Work required:
An exact transcription of the entries is required, with none of the pictures carried over.

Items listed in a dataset
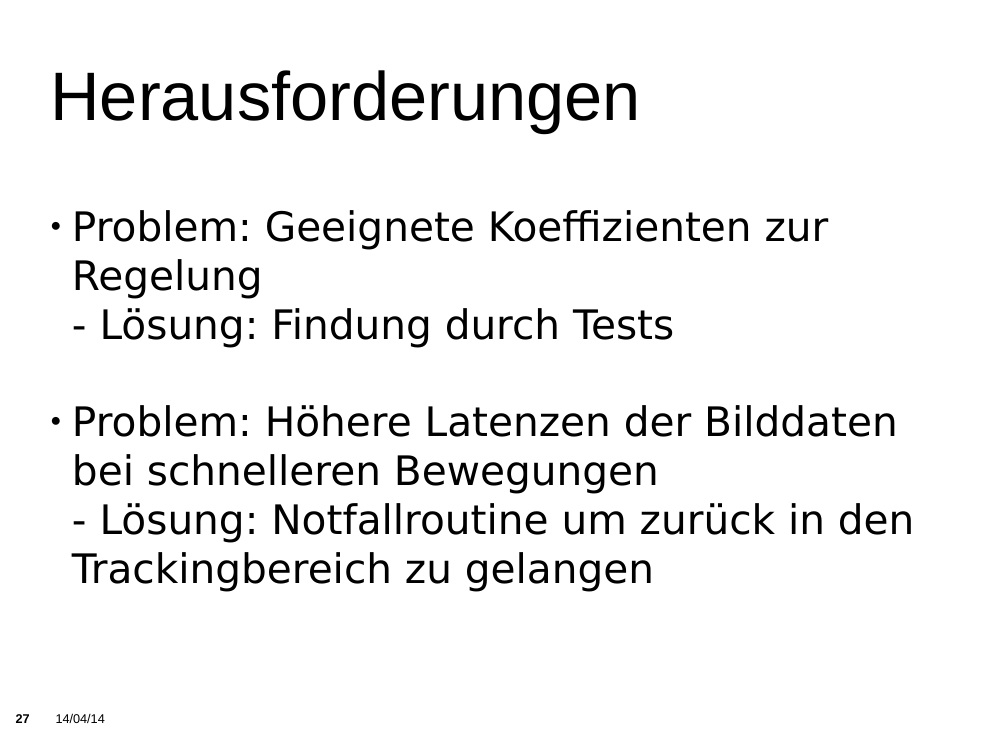
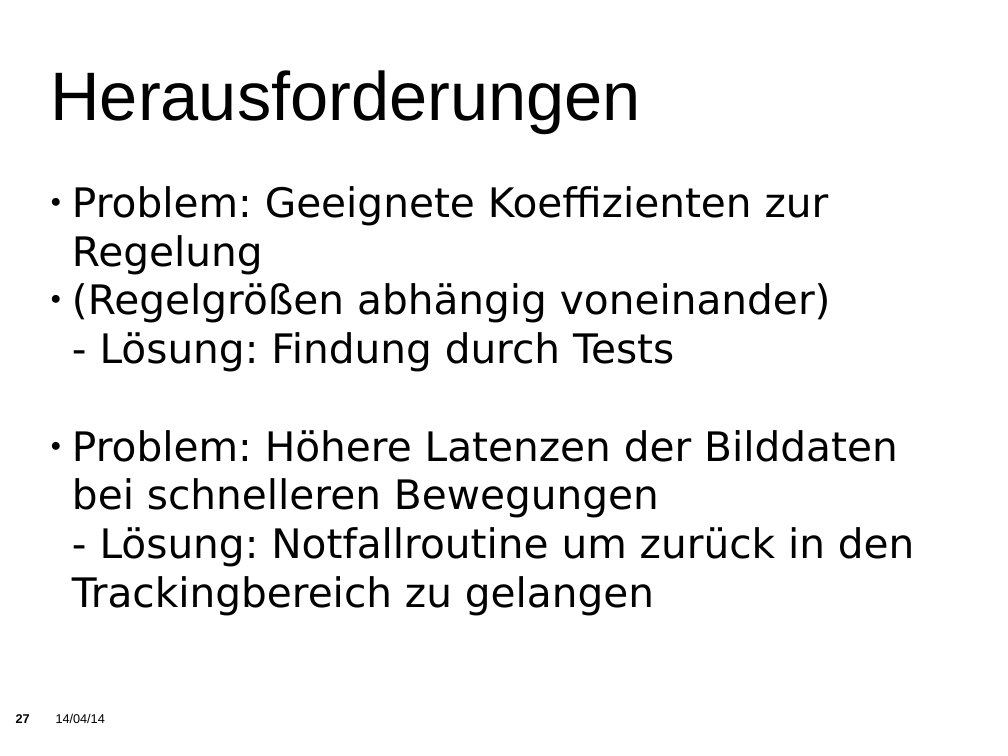
Before and after one commit to KITrokopter/Presentation, a slide deck: slide 27 of PresentationInTotal v0.1.odp. Drawn at 1008x756 pixels with LibreOffice and Linux fonts; fonts in the diff are those of the drawing; background and template pictures are left out. Boxes give left, top, right and bottom in pixels: in the first picture for what was removed or moved away, otherwise in the second. Text is boxed around its words. In the diff, an @@ line names an element or a change of style, - is before the commit and + after.

```diff
--- a/PresentationInTotal v0.1.odp
+++ b/PresentationInTotal v0.1.odp
@@ subtitle at <box>72,283,831,323</box>: paragraph added @@
+● (Regelgrößen abhängig voneinander)
```
Also in this commit, not shown: 4 other slides changed, 2 slides removed.
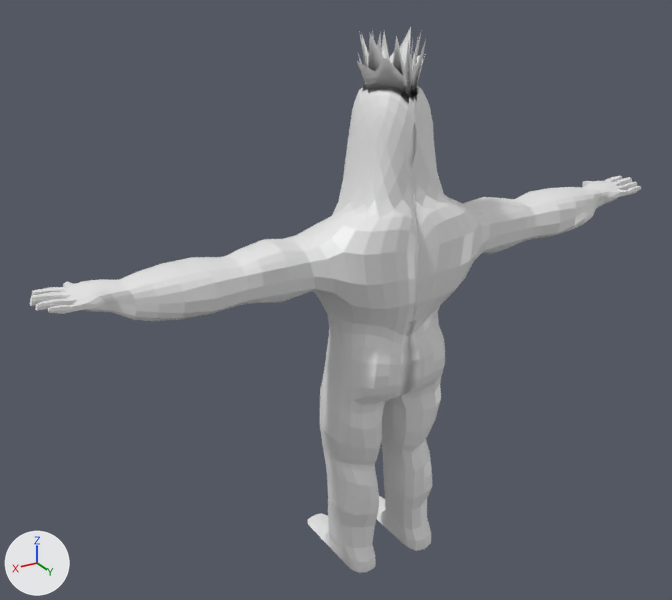
Before and after pictures for a commit that changed the FBX model Assets/Models/Chappie.fbx.
Both versions are drawn from a 50 mm camera at (5.87, 8.88, 8.16) aimed at (0.42, -0.2, 3.62). Lighting does not change. The marker at lower left points along +X, +Y and +Z. Where no turn or scale is listed for an object, it has been applied to the vertices. Vertices at the same position are counted once.
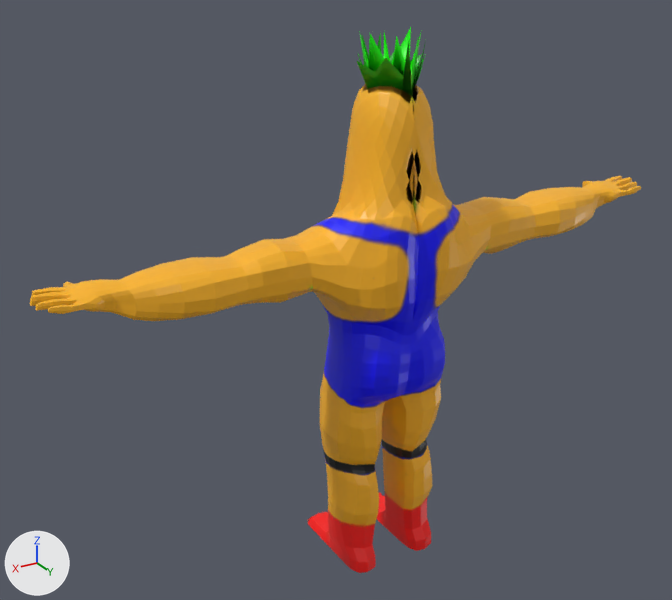
The newer file is also rescaled (x1.922), turned or shifted as a whole; pictures and numbers use the older file's frame.

The change, as a diff of the scene's bpy script:
```diff
--- a/Assets/Models/Chappie.fbx.py
+++ b/Assets/Models/Chappie.fbx.py
@@ img_chappie_fbm @@
+img_chappie_fbm = load_image('Chappie.fbm', '_unpacked/Chappie.fbm', 1024, 1024, 'sRGB')
@@ mat_material @@
 mat_material = principled_material('Material')
-mat_material.base_color = (0.8, 0.8, 0.8)  # white #e7e7e7
+mat_material.texture = img_chappie_fbm  # with its transparency
 mat_material.roughness = 0.4
@@ mat_material_001 @@
+mat_material_001 = principled_material('Material.001')
+mat_material_001.texture = img_chappie_fbm  # with its transparency
@@ me_cube_001 @@
 # used by ob_cube; location = (0.0, 0.0, 0.0)
-me_cube_001.from_pydata(...)  # 2808 vertices, 2831 faces; spans x -4.13..4.13, y -0.75..1.01, z 0.02..6.87
+me_cube_001.from_pydata(...)  # 2818 vertices, 2856 faces; spans x -4.13..4.13, y -0.75..1.01, z 0.02..6.87
+# me_cube_001 part 1
+# 33 vertices are removed from x -0.03..0.03, y -0.24..0.79, z 2.48..6.86
+# 61 faces are deleted
+# 5 vertices in x -0.35..0.35, y 0.89..1.01, z 4.28..4.98 move by (0.0, -0.01, -0.01)
+# 4 vertices in x -0.62..0.8, y 0.42..0.97, z 4.86..4.98 move by (-0.01, -0.01, -0.03)
+# 3 vertices in x -1.09..0.79, y 0.25, z 4.71..4.85 move by (0.0, 0.0, -0.01)
+# 86 vertices move from x -1.26..1.25, y -0.15..1.01, z 3.97..6.44 to x -1.27..1.25, y -0.13..1.0, z 3.98..6.4
+# 19 vertices are added at x -0.25..0.25, y -0.17..0.68, z 5.29..6.39
+# 36 new faces join them, mat_material (picture img_chappie_fbm)
+# 6 new faces join them, mat_material_001 (picture img_chappie_fbm)
+# me_cube_001 part 2
+# 24 vertices are added at x -0.6..0.6, y -0.62..-0.19, z 0.17..0.22
+# 44 new faces join them, mat_material (picture img_chappie_fbm)
+# me_cube_001 part 3: 2768 kept faces spanning x -4.13..4.13, y -0.75..1.01, z 0.02..6.87 get new texture (UV) coordinates
 me_cube_001.materials.append(mat_material)
+me_cube_001.materials.append(mat_material_001)  # picture img_chappie_fbm
```

Boxes (x1, y1, x2, y2) around the edits, measured in the pictures (672 x 600 px; the box of a moved part takes in the faces that stretch with it):
'Cube', surface changed, reshaped (grey to orange)
    both: (30, 27, 641, 573)
part 1 of me_cube_001, moved or reshaped
    before: (286, 33, 511, 319)
    after: (286, 35, 511, 319)
part 2 of me_cube_001, added (red)
    after: (308, 492, 386, 545)
part 3 of me_cube_001, surface changed (grey to orange)
    both: (30, 27, 641, 573)
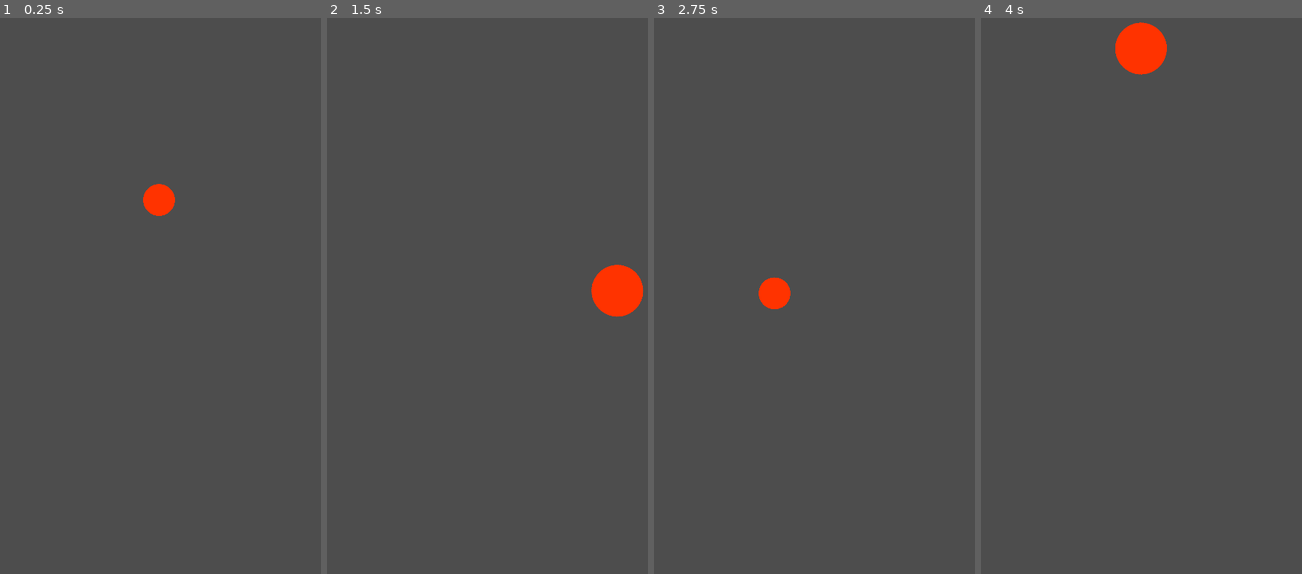
Above: before the commit, frames 1-4 (left to right).
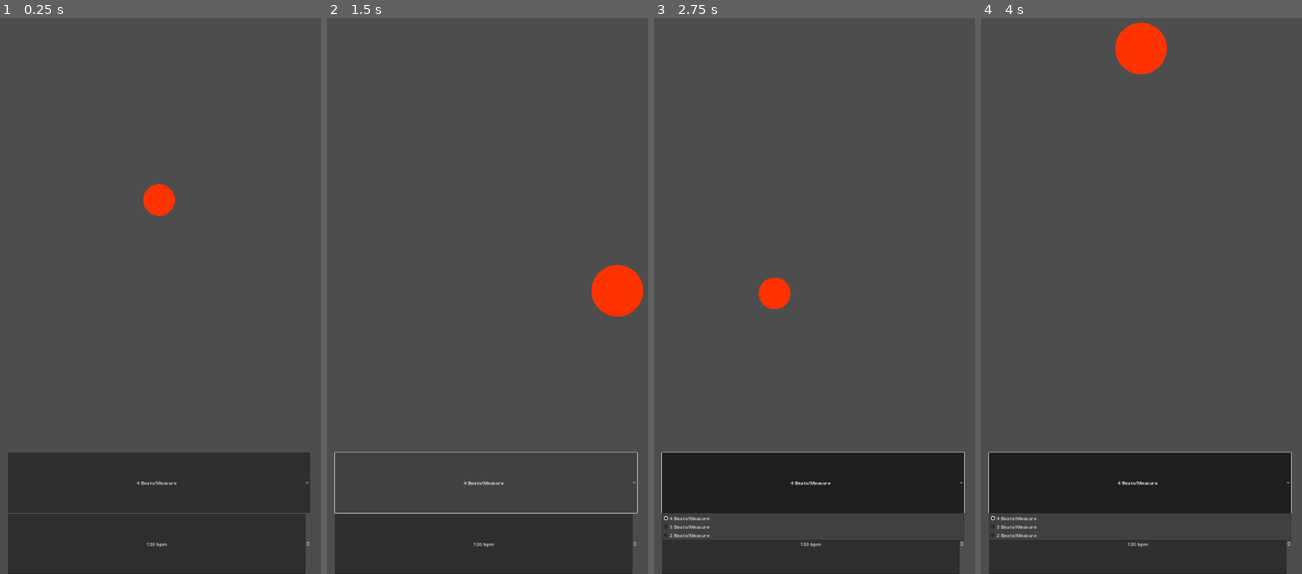
Above: after the commit, the same moments.

Repository: hackerkid27/virtual-conductor
Game: Godot game, scene res://scenes/Main.tscn
Same seed, same stepped clock (60 frames per second), same inputs: the game is played once before the commit and once after it. Before the commit the project has no main scene; this scene is started directly in both runs.
Inputs (mouse positions are in pixels of both pictures, inside the frame that each line leads up to):
- Up to frame 1 (0.25 s): no input
- Up to frame 2 (1.5 s): click (487, 485) at 0.5 s, where only the run after the commit has a clickable "4 Beats/Measure"; click (487, 485) at 1.25 s, where only the run after the commit has a clickable "4 Beats/Measure"
- Up to frame 3 (2.75 s): click (814, 485) at 2 s, where only the run after the commit has a clickable "4 Beats/Measure"
- Up to frame 4 (4 s): no input

The runs differ from the first frame. In frame 1, 20% of the frame differs, in the area x 2-97%, y 78-100%; in frame 2, 10%; in frame 3, 16%; in frame 4, 16%.

Commit message:
Set main scene and correct UI size and position.

Diff:
--- a/project.godot
+++ b/project.godot
@@ -11,6 +11,7 @@
 [application]
 
 config/name="Virtual Conductor"
+run/main_scene="res://scenes/Main.tscn"
 config/features=PackedStringArray("4.3", "Mobile")
 config/icon="res://icon.svg"
 
--- a/scenes/Main.tscn
+++ b/scenes/Main.tscn
@@ -11,6 +11,8 @@
 anchor_left = 0.5
 anchor_top = 1.0
 anchor_right = 0.5
+offset_right = 1080.0
+offset_bottom = 1920.0
 grow_vertical = 0
 
 [node name="BeatContainer" type="Node2D" parent="."]

Written reply:
Before and after one commit to KITrokopter/Presentation, a slide deck: slide 27 of PresentationInTotal v0.1.odp. Drawn at 1008x756 pixels with LibreOffice and Linux fonts; fonts in the diff are those of the drawing; background and template pictures are left out. Boxes give left, top, right and bottom in pixels: in the first picture for what was removed or moved away, otherwise in the second. Text is boxed around its words. In the diff, an @@ line names an element or a change of style, - is before the commit and + after.

```diff
--- a/PresentationInTotal v0.1.odp
+++ b/PresentationInTotal v0.1.odp
@@ subtitle at <box>72,283,831,323</box>: paragraph added @@
+● (Regelgrößen abhängig voneinander)
```
Also in this commit, not shown: 4 other slides changed, 2 slides removed.
Before and after pictures for a commit that changed the FBX model Assets/Models/Chappie.fbx.
Both versions are drawn from a 50 mm camera at (5.87, 8.88, 8.16) aimed at (0.42, -0.2, 3.62). Lighting does not change. The marker at lower left points along +X, +Y and +Z. Where no turn or scale is listed for an object, it has been applied to the vertices. Vertices at the same position are counted once.
The newer file is also rescaled (x1.922), turned or shifted as a whole; pictures and numbers use the older file's frame.

The change, as a diff of the scene's bpy script:
```diff
--- a/Assets/Models/Chappie.fbx.py
+++ b/Assets/Models/Chappie.fbx.py
@@ img_chappie_fbm @@
+img_chappie_fbm = load_image('Chappie.fbm', '_unpacked/Chappie.fbm', 1024, 1024, 'sRGB')
@@ mat_material @@
 mat_material = principled_material('Material')
-mat_material.base_color = (0.8, 0.8, 0.8)  # white #e7e7e7
+mat_material.texture = img_chappie_fbm  # with its transparency
 mat_material.roughness = 0.4
@@ mat_material_001 @@
+mat_material_001 = principled_material('Material.001')
+mat_material_001.texture = img_chappie_fbm  # with its transparency
@@ me_cube_001 @@
 # used by ob_cube; location = (0.0, 0.0, 0.0)
-me_cube_001.from_pydata(...)  # 2808 vertices, 2831 faces; spans x -4.13..4.13, y -0.75..1.01, z 0.02..6.87
+me_cube_001.from_pydata(...)  # 2818 vertices, 2856 faces; spans x -4.13..4.13, y -0.75..1.01, z 0.02..6.87
+# me_cube_001 part 1
+# 33 vertices are removed from x -0.03..0.03, y -0.24..0.79, z 2.48..6.86
+# 61 faces are deleted
+# 5 vertices in x -0.35..0.35, y 0.89..1.01, z 4.28..4.98 move by (0.0, -0.01, -0.01)
+# 4 vertices in x -0.62..0.8, y 0.42..0.97, z 4.86..4.98 move by (-0.01, -0.01, -0.03)
+# 3 vertices in x -1.09..0.79, y 0.25, z 4.71..4.85 move by (0.0, 0.0, -0.01)
+# 86 vertices move from x -1.26..1.25, y -0.15..1.01, z 3.97..6.44 to x -1.27..1.25, y -0.13..1.0, z 3.98..6.4
+# 19 vertices are added at x -0.25..0.25, y -0.17..0.68, z 5.29..6.39
+# 36 new faces join them, mat_material (picture img_chappie_fbm)
+# 6 new faces join them, mat_material_001 (picture img_chappie_fbm)
+# me_cube_001 part 2
+# 24 vertices are added at x -0.6..0.6, y -0.62..-0.19, z 0.17..0.22
+# 44 new faces join them, mat_material (picture img_chappie_fbm)
+# me_cube_001 part 3: 2768 kept faces spanning x -4.13..4.13, y -0.75..1.01, z 0.02..6.87 get new texture (UV) coordinates
 me_cube_001.materials.append(mat_material)
+me_cube_001.materials.append(mat_material_001)  # picture img_chappie_fbm
```

Boxes (x1, y1, x2, y2) around the edits, measured in the pictures (672 x 600 px; the box of a moved part takes in the faces that stretch with it):
'Cube', surface changed, reshaped (grey to orange)
    both: (30, 27, 641, 573)
part 1 of me_cube_001, moved or reshaped
    before: (286, 33, 511, 319)
    after: (286, 35, 511, 319)
part 2 of me_cube_001, added (red)
    after: (308, 492, 386, 545)
part 3 of me_cube_001, surface changed (grey to orange)
    both: (30, 27, 641, 573)
Above: before the commit, frames 1-4 (left to right).
Above: after the commit, the same moments.

Repository: hackerkid27/virtual-conductor
Game: Godot game, scene res://scenes/Main.tscn
Same seed, same stepped clock (60 frames per second), same inputs: the game is played once before the commit and once after it. Before the commit the project has no main scene; this scene is started directly in both runs.
Inputs (mouse positions are in pixels of both pictures, inside the frame that each line leads up to):
- Up to frame 1 (0.25 s): no input
- Up to frame 2 (1.5 s): click (487, 485) at 0.5 s, where only the run after the commit has a clickable "4 Beats/Measure"; click (487, 485) at 1.25 s, where only the run after the commit has a clickable "4 Beats/Measure"
- Up to frame 3 (2.75 s): click (814, 485) at 2 s, where only the run after the commit has a clickable "4 Beats/Measure"
- Up to frame 4 (4 s): no input

The runs differ from the first frame. In frame 1, 20% of the frame differs, in the area x 2-97%, y 78-100%; in frame 2, 10%; in frame 3, 16%; in frame 4, 16%.

Commit message:
Set main scene and correct UI size and position.

Diff:
--- a/project.godot
+++ b/project.godot
@@ -11,6 +11,7 @@
 [application]
 
 config/name="Virtual Conductor"
+run/main_scene="res://scenes/Main.tscn"
 config/features=PackedStringArray("4.3", "Mobile")
 config/icon="res://icon.svg"
 
--- a/scenes/Main.tscn
+++ b/scenes/Main.tscn
@@ -11,6 +11,8 @@
 anchor_left = 0.5
 anchor_top = 1.0
 anchor_right = 0.5
+offset_right = 1080.0
+offset_bottom = 1920.0
 grow_vertical = 0
 
 [node name="BeatContainer" type="Node2D" parent="."]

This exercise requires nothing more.